А сама отправилась кого-то высматривать в толпе, на ходу рассуждая:
– Таланты бывают разные. Их не доказывают. Их являют. После чего другие оценивают.
Третий ученик объяснил:
– То, что делал Поликл, мне не понятно.:
– И этот одинок, – сделал для себя очередное открытие Болдуэлок, а сам зло посмотрел на Теплякова.
– В твоём неразумии виноват Поликл? – спросила Девушка. И медленно отвернулась.
Не остался в стороне и Первый ученик:
– Меньше надо было предаваться суете! Но ты и считал её настоящим делом.
Архию все они уже надоели. Он постучал кулаком о подлокотник и потребовал:
– Тихо!
После чего стал разглядывать со всех сторон на руках свои пальцы:
– Ты, Поликл, не только презираешь своей клеветой наше творчество, то есть жизнь, но ещё и получаешь от этого удовольствие.
Поликл возразил:
– Нет. Всё мною созданное становится в известной степени живым. Хотя бы в душе. Если оно лживо и безобразно, то потянется за тобой, как кровавый след. По закону причины, как рана, оно станет мучить тебя, с полным эффектом своего присутствия.

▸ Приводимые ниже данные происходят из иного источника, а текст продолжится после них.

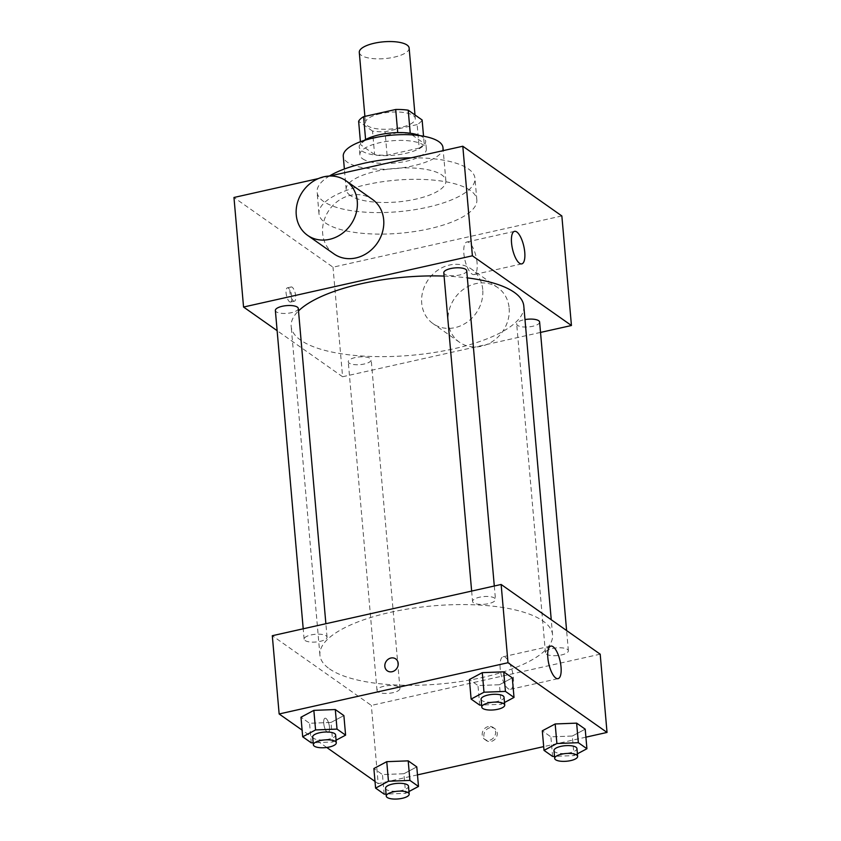 <?xml version="1.0" encoding="UTF-8"?>
<svg xmlns="http://www.w3.org/2000/svg" width="841" height="841" viewBox="0 0 841 841"><rect width="100%" height="100%" fill="white"/><g stroke="black" fill="none" stroke-linecap="round" stroke-linejoin="round"><path stroke-width="0.63" stroke-dasharray="4.21 3.15" d="M359.286 52.384A25.02 8.399 175 0 0 384.947 58.576A25.02 8.399 175 0 0 409.136 48.021M380.468 113.661A25.02 8.399 175 0 0 365.446 122.818A25.02 8.399 175 0 0 391.107 129.009A25.02 8.399 175 0 0 415.296 118.455A25.02 8.399 175 0 0 380.468 113.661M417.157 124.594L385.052 131.785A32.294 10.849 175 0 1 372.531 131.07L374.592 154.555A32.294 10.849 175 0 0 387.102 155.259L419.217 148.069L417.157 124.594A32.294 10.849 175 0 0 422.119 119.969M372.531 131.07L358.634 121.293M374.592 154.555L360.694 144.768L360.421 141.73M365.593 139.553L365.646 140.153L397.719 132.594M365.646 140.153A32.294 10.849 175 0 0 360.694 144.768M419.217 148.069A32.294 10.849 175 0 0 424.169 143.454L423.538 136.21M397.751 132.962A32.294 10.849 175 0 1 410.271 133.666L424.169 143.454M419.848 135.622A33.356 11.206 -5 0 1 425.662 141.204A33.356 11.206 -5 0 1 399.654 154.523A33.356 11.206 -5 0 1 361.914 150.938A33.356 11.206 -5 0 1 359.202 147.017A33.356 11.206 -5 0 1 363.953 140.521M362.597 158.77A33.356 11.206 175 0 0 400.337 162.355A33.356 11.206 175 0 0 426.345 149.025A33.356 11.206 175 0 0 379.911 142.644A33.356 11.206 175 0 0 359.885 154.839A33.356 11.206 175 0 0 362.597 158.77M387.102 155.259L385.052 131.785M442.965 147.574A50.04 16.809 -5 0 1 403.943 167.559A50.04 16.809 -5 0 1 347.344 162.187A50.04 16.809 -5 0 1 343.265 156.3M350.255 195.438A50.04 16.809 -5 0 1 346.177 189.551A50.04 16.809 -5 0 1 394.555 168.452A50.04 16.809 -5 0 1 445.877 180.836A50.04 16.809 -5 0 1 406.855 200.82A50.04 16.809 -5 0 1 350.255 195.438M411.123 157.814A79.233 26.618 -5 0 1 474.955 178.292A79.233 26.618 -5 0 1 413.173 209.935A79.233 26.618 -5 0 1 323.554 201.419A79.233 26.618 -5 0 1 317.099 192.095A79.233 26.618 -5 0 1 329.388 176.042M325.435 222.939A79.233 26.618 175 0 0 415.055 231.454A79.233 26.618 175 0 0 476.836 199.811A79.233 26.618 175 0 0 366.539 184.642A79.233 26.618 175 0 0 318.981 213.625A79.233 26.618 175 0 0 325.435 222.939M561.851 215.948L333.004 267.186L233.966 197.477M318.35 178.586L329.798 176.021M289.567 301.782A7.296 2.544 77.4 0 0 290.555 302.056A7.296 2.544 77.4 0 0 291.449 294.382A7.296 2.544 77.4 0 0 287.37 287.822A7.296 2.544 77.4 0 0 286.234 294.192A7.296 2.544 77.4 0 0 289.567 301.782M540.521 332.426L342.592 376.747L333.004 267.186M342.592 376.747L277.131 330.671M466.723 270.76A11.511 3.869 -5 0 1 457.746 275.354A11.511 3.869 -5 0 1 444.731 274.124A11.511 3.869 -5 0 1 443.796 272.768M298.292 308.468A11.511 3.869 -5 0 1 289.325 313.073A11.511 3.869 -5 0 1 276.3 311.832A11.511 3.869 -5 0 1 275.364 310.476M355.175 357.572A11.511 3.869 175 0 0 348.258 361.788A11.511 3.869 175 0 0 360.064 364.637A11.511 3.869 175 0 0 371.196 359.78A11.511 3.869 175 0 0 355.175 357.572M539.617 322.061A11.511 3.869 -5 0 1 530.65 326.665A11.511 3.869 -5 0 1 517.625 325.425A11.511 3.869 -5 0 1 516.689 324.069A11.511 3.869 -5 0 1 524.984 319.58M523.806 306.092A116.762 39.222 -5 0 1 432.768 352.726A116.762 39.222 -5 0 1 300.7 340.185A116.762 39.222 -5 0 1 291.175 326.445A116.762 39.222 -5 0 1 298.513 310.928M444.08 276.079A116.762 39.222 -5 0 1 467.344 277.887M333.982 253.919A33.356 29.193 125.1 0 1 322.66 233.472A33.356 29.193 125.1 0 1 338.723 200.505A33.356 29.193 125.1 0 1 372.374 199.359M482.734 289.514A33.356 29.193 -54.9 0 0 471.423 269.067A33.356 29.193 -54.9 0 0 428.353 279.548A33.356 29.193 -54.9 0 0 433.02 323.627A33.356 29.193 -54.9 0 0 466.681 322.481A33.356 29.193 -54.9 0 0 482.734 289.514M477.089 262.928A16.683 5.813 77.4 0 0 466.839 242.008A16.683 5.813 77.4 0 0 464.81 259.554A16.683 5.813 77.4 0 0 474.135 274.555A16.683 5.813 77.4 0 0 477.089 262.928M293.404 300.92A7.296 2.544 -102.6 0 1 290.071 293.33A7.296 2.544 -102.6 0 1 291.217 286.96A7.296 2.544 -102.6 0 1 295.286 293.52A7.296 2.544 -102.6 0 1 294.403 301.204A7.296 2.544 -102.6 0 1 293.404 300.92M509.141 308.1A33.356 29.193 125.1 0 1 493.089 341.068A33.356 29.193 125.1 0 1 459.438 342.213A33.356 29.193 125.1 0 1 454.76 298.135A33.356 29.193 125.1 0 1 497.83 287.654A33.356 29.193 125.1 0 1 509.141 308.1M329.451 668.858A116.762 39.222 175 0 0 461.52 681.399A116.762 39.222 175 0 0 552.558 634.766A116.762 39.222 175 0 0 390.024 612.416A116.762 39.222 175 0 0 319.927 655.118A116.762 39.222 175 0 0 329.451 668.858M473.483 602.797A11.511 3.869 -5 0 1 472.547 601.441A11.511 3.869 -5 0 1 483.68 596.584A11.511 3.869 -5 0 1 495.475 599.433A11.511 3.869 -5 0 1 488.568 603.638A11.511 3.869 -5 0 1 473.483 602.797M383.927 686.245A11.511 3.869 175 0 0 377.02 690.461A11.511 3.869 175 0 0 388.815 693.31A11.511 3.869 175 0 0 399.948 688.453A11.511 3.869 175 0 0 383.927 686.245M305.062 640.506A11.511 3.869 175 0 0 318.077 641.746A11.511 3.869 175 0 0 327.054 637.142A11.511 3.869 175 0 0 311.033 634.944A11.511 3.869 175 0 0 304.116 639.149A11.511 3.869 175 0 0 305.062 640.506M546.387 654.098A11.511 3.869 175 0 0 559.402 655.339A11.511 3.869 175 0 0 568.379 650.734A11.511 3.869 175 0 0 552.348 648.537A11.511 3.869 175 0 0 545.441 652.742A11.511 3.869 175 0 0 546.387 654.098M600.19 654.182L371.344 705.42L272.305 635.712M417.483 774.876L378.198 783.675L371.344 705.42M378.198 783.675L375.002 781.426M326.75 747.47L302.108 730.125M323.732 723.313A7.296 2.544 77.4 0 0 328.211 732.469A7.296 2.544 77.4 0 0 329.104 724.784A7.296 2.544 77.4 0 0 325.025 718.225A7.296 2.544 77.4 0 0 323.732 723.313A7.296 2.544 77.4 0 0 328.221 732.469A7.296 2.544 77.4 0 0 329.104 724.784A7.296 2.544 77.4 0 0 325.025 718.225A7.296 2.544 77.4 0 0 323.732 723.313M572.332 736.033L585.21 729.168L572.332 736.033L550.876 736.853L542.308 730.818L550.876 736.853L572.332 736.033L574.046 755.596L554.503 756.343M331.007 722.44L343.885 715.586L331.007 722.44L309.562 723.271L300.983 717.226L309.562 723.271L331.007 722.44L332.721 742.004L313.188 742.761M585.904 737.168L543.685 746.619M403.901 773.741L416.779 766.887L403.901 773.741L382.455 774.572L373.877 768.537L382.455 774.572L403.901 773.741L405.614 793.315L386.082 794.062M499.438 684.732L512.306 677.867L499.438 684.732L477.982 685.552L469.404 679.517L477.982 685.552L499.438 684.732L501.152 704.295L481.609 705.042M489.967 727.728A7.296 6.381 -54.9 0 0 484.143 733.405A7.296 6.381 -54.9 0 0 486.361 740.543A7.296 6.381 -54.9 0 0 495.78 738.251A7.296 6.381 -54.9 0 0 494.76 728.611A7.296 6.381 -54.9 0 0 489.967 727.728M395.722 658.902L395.722 658.902A7.296 6.381 125.1 0 1 397.93 666.051A7.296 6.381 125.1 0 1 392.116 671.717A7.296 6.381 125.1 0 1 387.323 670.845L387.312 670.834M488.295 726.561A7.296 6.381 -54.9 0 0 482.482 732.227A7.296 6.381 -54.9 0 0 484.7 739.376A7.296 6.381 -54.9 0 0 494.119 737.084A7.296 6.381 -54.9 0 0 493.099 727.433A7.296 6.381 -54.9 0 0 488.295 726.561M500.174 668.395A16.683 5.813 -102.6 0 1 503.128 656.758A16.683 5.813 -102.6 0 1 512.442 671.77A16.683 5.813 -102.6 0 1 510.413 689.315A16.683 5.813 -102.6 0 1 500.174 668.395M504.495 702.508L501.152 704.295M481.105 699.26A11.511 3.869 175 0 0 492.91 702.109A11.511 3.869 175 0 0 504.032 697.252M479.696 705.115L477.982 685.552M577.389 753.809L574.046 755.596M553.998 750.561A11.511 3.869 175 0 0 565.804 753.41A11.511 3.869 175 0 0 576.937 748.553M552.59 756.416L550.876 736.853M336.064 740.227L332.721 742.004M312.673 736.968A11.511 3.869 175 0 0 324.479 739.817A11.511 3.869 175 0 0 335.612 734.971M311.265 742.834L309.562 723.271M408.968 791.528L405.614 793.315M385.577 788.28A11.511 3.869 175 0 0 397.373 791.129A11.511 3.869 175 0 0 408.505 786.272M384.169 794.135L382.455 774.572M364.889 116.384L365.446 122.818M414.991 114.965L415.296 118.455M426.345 149.025L425.662 141.204M359.885 154.839L359.202 147.017M445.877 180.836L443.228 150.623M346.177 189.551L344.379 168.999M476.836 199.811L474.955 178.292M318.981 213.625L317.099 192.095M514.503 231.338L466.839 242.008M521.788 263.885L474.135 274.555M290.555 302.056L294.403 301.204M287.37 287.822L291.217 286.96M497.83 287.654L471.423 269.067M459.438 342.213L433.02 323.627M552.558 634.766L551.244 619.733M319.927 655.118L291.175 326.445M471.643 591.076L472.547 601.441M494.298 586.009L495.475 599.433M399.948 688.453L371.196 359.78M377.02 690.461L348.258 361.788M327.054 637.142L325.877 623.717M304.116 639.149L303.212 628.795M568.379 650.734L566.603 630.54M545.441 652.742L516.689 324.069M484.7 739.376L486.361 740.543M493.099 727.433L494.76 728.611M510.413 689.315L558.077 678.645M503.128 656.758L550.792 646.088"/><path stroke-width="1.26" d="M414.991 114.965L409.136 48.021A25.02 8.399 175 0 0 374.308 43.227A25.02 8.399 175 0 0 359.286 52.384L364.889 116.384M410.229 133.235L408.221 110.192L422.119 119.969L423.538 136.21M365.593 139.553L363.596 116.678A32.294 10.849 175 0 0 358.634 121.293L360.421 141.73M363.596 116.678L395.701 109.488A32.294 10.849 175 0 1 408.221 110.192M397.719 132.594L395.701 109.488M363.953 140.521A33.356 11.206 -5 0 1 419.848 135.622M344.379 168.999L343.265 156.3A50.04 16.809 -5 0 1 391.654 135.191A50.04 16.809 -5 0 1 442.965 147.574L443.228 150.623M329.388 176.042A79.233 26.618 -5 0 1 411.123 157.814M277.131 330.671L243.554 307.039L233.966 197.477L318.35 178.586M329.798 176.021L462.802 146.239L561.851 215.948L571.438 325.509L540.521 332.426M471.643 591.076L443.796 272.768A11.511 3.869 -5 0 1 454.918 267.911A11.511 3.869 -5 0 1 466.723 270.76L494.298 586.009M303.212 628.795L275.364 310.476A11.511 3.869 -5 0 1 286.497 305.63A11.511 3.869 -5 0 1 298.292 308.468L325.877 623.717M243.554 307.039L472.39 255.801L571.438 325.509M524.984 319.58A11.511 3.869 -5 0 1 539.617 322.061L566.603 630.54M298.513 310.928A116.762 39.222 -5 0 1 444.08 276.079M467.344 277.887A116.762 39.222 -5 0 1 523.806 306.092L551.244 619.733M345.966 180.773L372.374 199.359A33.356 29.193 125.1 0 1 377.052 243.438A33.356 29.193 125.1 0 1 333.982 253.919L307.564 235.333A33.356 29.193 -54.9 0 0 350.634 224.852A33.356 29.193 -54.9 0 0 345.966 180.773A33.356 29.193 -54.9 0 0 312.305 181.919A33.356 29.193 -54.9 0 0 296.253 214.886A33.356 29.193 -54.9 0 0 307.564 235.333M472.39 255.801L462.802 146.239M524.752 252.258A16.683 5.813 -102.6 0 1 521.788 263.885A16.683 5.813 -102.6 0 1 512.474 248.883A16.683 5.813 -102.6 0 1 514.503 231.338A16.683 5.813 -102.6 0 1 524.752 252.258M302.108 730.125L279.149 713.967L272.305 635.712L501.141 584.474L600.19 654.182L607.034 732.437L585.904 737.168M375.002 781.426L326.75 747.47M542.308 730.818L555.176 723.964L576.632 723.134L585.21 729.168L576.632 723.134L555.176 723.964L542.308 730.818L544.011 750.382L556.889 743.528L578.345 742.698L586.923 748.732L577.389 753.809M300.983 717.226L313.851 710.372L335.307 709.541L343.885 715.586L335.307 709.541L313.851 710.372L300.983 717.226L302.686 736.79L315.564 729.935L337.02 729.105L345.598 735.15L336.064 740.227M543.685 746.619L417.483 774.876M279.149 713.967L507.996 662.729L607.034 732.437M373.877 768.537L386.755 761.673L408.2 760.853L416.779 766.887L408.2 760.853L386.755 761.673L373.877 768.537L375.591 788.101L388.458 781.236L409.914 780.416L418.492 786.451L408.968 791.528M469.404 679.517L482.282 672.653L503.738 671.833L512.306 677.867L503.738 671.833L482.282 672.653L469.404 679.517L471.118 699.081L483.995 692.217L505.441 691.397L514.019 697.431L504.495 702.508M507.996 662.729L501.141 584.474M547.827 657.715A16.683 5.813 -102.6 0 1 550.792 646.088A16.683 5.813 -102.6 0 1 560.106 661.1A16.683 5.813 -102.6 0 1 558.077 678.645A16.683 5.813 -102.6 0 1 547.827 657.715M392.116 671.717A7.296 6.381 125.1 0 1 387.312 670.834A7.296 6.381 125.1 0 1 386.292 661.194A7.296 6.381 125.1 0 1 395.722 658.902A7.296 6.381 125.1 0 1 397.93 666.051A7.296 6.381 125.1 0 1 392.116 671.717M387.323 670.845A7.296 6.381 125.1 0 1 386.303 661.194A7.296 6.381 125.1 0 1 395.722 658.902M481.609 705.042L479.696 705.115L471.118 699.081M504.716 705.073L504.032 697.252A11.511 3.869 175 0 0 488.011 695.044A11.511 3.869 175 0 0 481.105 699.26L481.788 707.081A11.511 3.869 175 0 0 493.593 709.93A11.511 3.869 175 0 0 504.716 705.073A11.511 3.869 175 0 0 488.695 702.876A11.511 3.869 175 0 0 481.788 707.081M483.995 692.217L482.282 672.653M505.441 691.397L503.738 671.833M514.019 697.431L512.306 677.867M554.503 756.343L552.59 756.416L544.011 750.382M577.62 756.385L576.937 748.553A11.511 3.869 175 0 0 560.915 746.356A11.511 3.869 175 0 0 553.998 750.561L554.682 758.393A11.511 3.869 175 0 0 566.487 761.242A11.511 3.869 175 0 0 577.62 756.385A11.511 3.869 175 0 0 561.599 754.177A11.511 3.869 175 0 0 554.682 758.393M556.889 743.528L555.176 723.964M578.345 742.698L576.632 723.134M586.923 748.732L585.21 729.168M313.188 742.761L311.265 742.834L302.686 736.79M336.295 742.792L335.612 734.971A11.511 3.869 175 0 0 319.591 732.763A11.511 3.869 175 0 0 312.673 736.968L313.367 744.8A11.511 3.869 175 0 0 325.162 747.649A11.511 3.869 175 0 0 336.295 742.792A11.511 3.869 175 0 0 320.274 740.585A11.511 3.869 175 0 0 313.367 744.8M315.564 729.935L313.851 710.372M337.02 729.105L335.307 709.541M345.598 735.15L343.885 715.586M386.082 794.062L384.169 794.135L375.591 788.101M409.189 794.093L408.505 786.272A11.511 3.869 175 0 0 392.484 784.064A11.511 3.869 175 0 0 385.577 788.28L386.261 796.101A11.511 3.869 175 0 0 398.066 798.95A11.511 3.869 175 0 0 409.189 794.093A11.511 3.869 175 0 0 393.168 791.896A11.511 3.869 175 0 0 386.261 796.101M388.458 781.236L386.755 761.673M409.914 780.416L408.2 760.853M418.492 786.451L416.779 766.887"/></g></svg>

Поликл приложил ладонь к углу рта, с налётом иронии, словно по секрету, сообщил:
– Всё создаваемое мной становится моей же жизнью. Без вас. Даже лысые, облезлые мысли иногда имеют свойство материализоваться. Поэтому нет резона, да и опасно искажать картину любой жизни. А коль вы претендуете на создание первой реальности, то, следовательно, дело не во мне, вы её создали подобной. Извините, грех на зерцало пенять…
– Какой хитрец! – почти пропел Архий. Он наклонил голову то в одну сторону, то в другую, пытаясь разглядеть Поликла с разных сторон. Такое разглядывание всего, что его интересовало, вошло в привычку.
– Рано или поздно, но наступит момент, когда твои убеждения совпадут с нашими. И тогда ты станешь лояльным. Нам ведь много не надо. Со времен Рима призыв «Хлеба и зрелищ!» остаётся насущным. Пусть они (Архий указал на толпу) поменьше думают, побольше радуются. Бесцельная жизнь делает их только счастливыми и послушными. От тебя никто не требует невозможного. Опьяняй своим искусством людей. И всё!
Архий просветлел:
– Голод не тётка, пирожка не подсунет.
Санчо, забывшись, одобрительно кивнул головой.
Болдуэлок устремил взор куда-то вдаль, а потом перевёл на Поликла дремучий по своей загадочности и непостижимости взгляд – не взгляд, а полуденное наваждение:
– Он мыслит магически, следовательно, по факту наш, а не мы – его.
Поликл хранил молчание до тех пор, пока не проронил:
– Вы уже обрели себе единомышленников. Факт! Думающих – боятся…
После недолгой паузы, так и не окончив фразу, он, поёживаясь, как после холодной ночи, обнял себя же за плечи и вернулся к разговору:
– Нет, я мыслю не магически. Самоценность эффектов мне чужда. Диктатура моего Я сильно преувеличена. Она сравнима c властью певчей птицы. То есть нет никакой диктатуры, ибо вынужден нередко подчиняться воле своих героев, когда, конечно, этого требует искусство. Разве смею претендовать на ваш удел! Хватает своего. Будь иначе, обессмыслился бы и нынешний суд. Гораздо важнее – нравственные основания дела. Самый строгий судья – собственная совесть… Кстати, она желательна и для вас. Правда?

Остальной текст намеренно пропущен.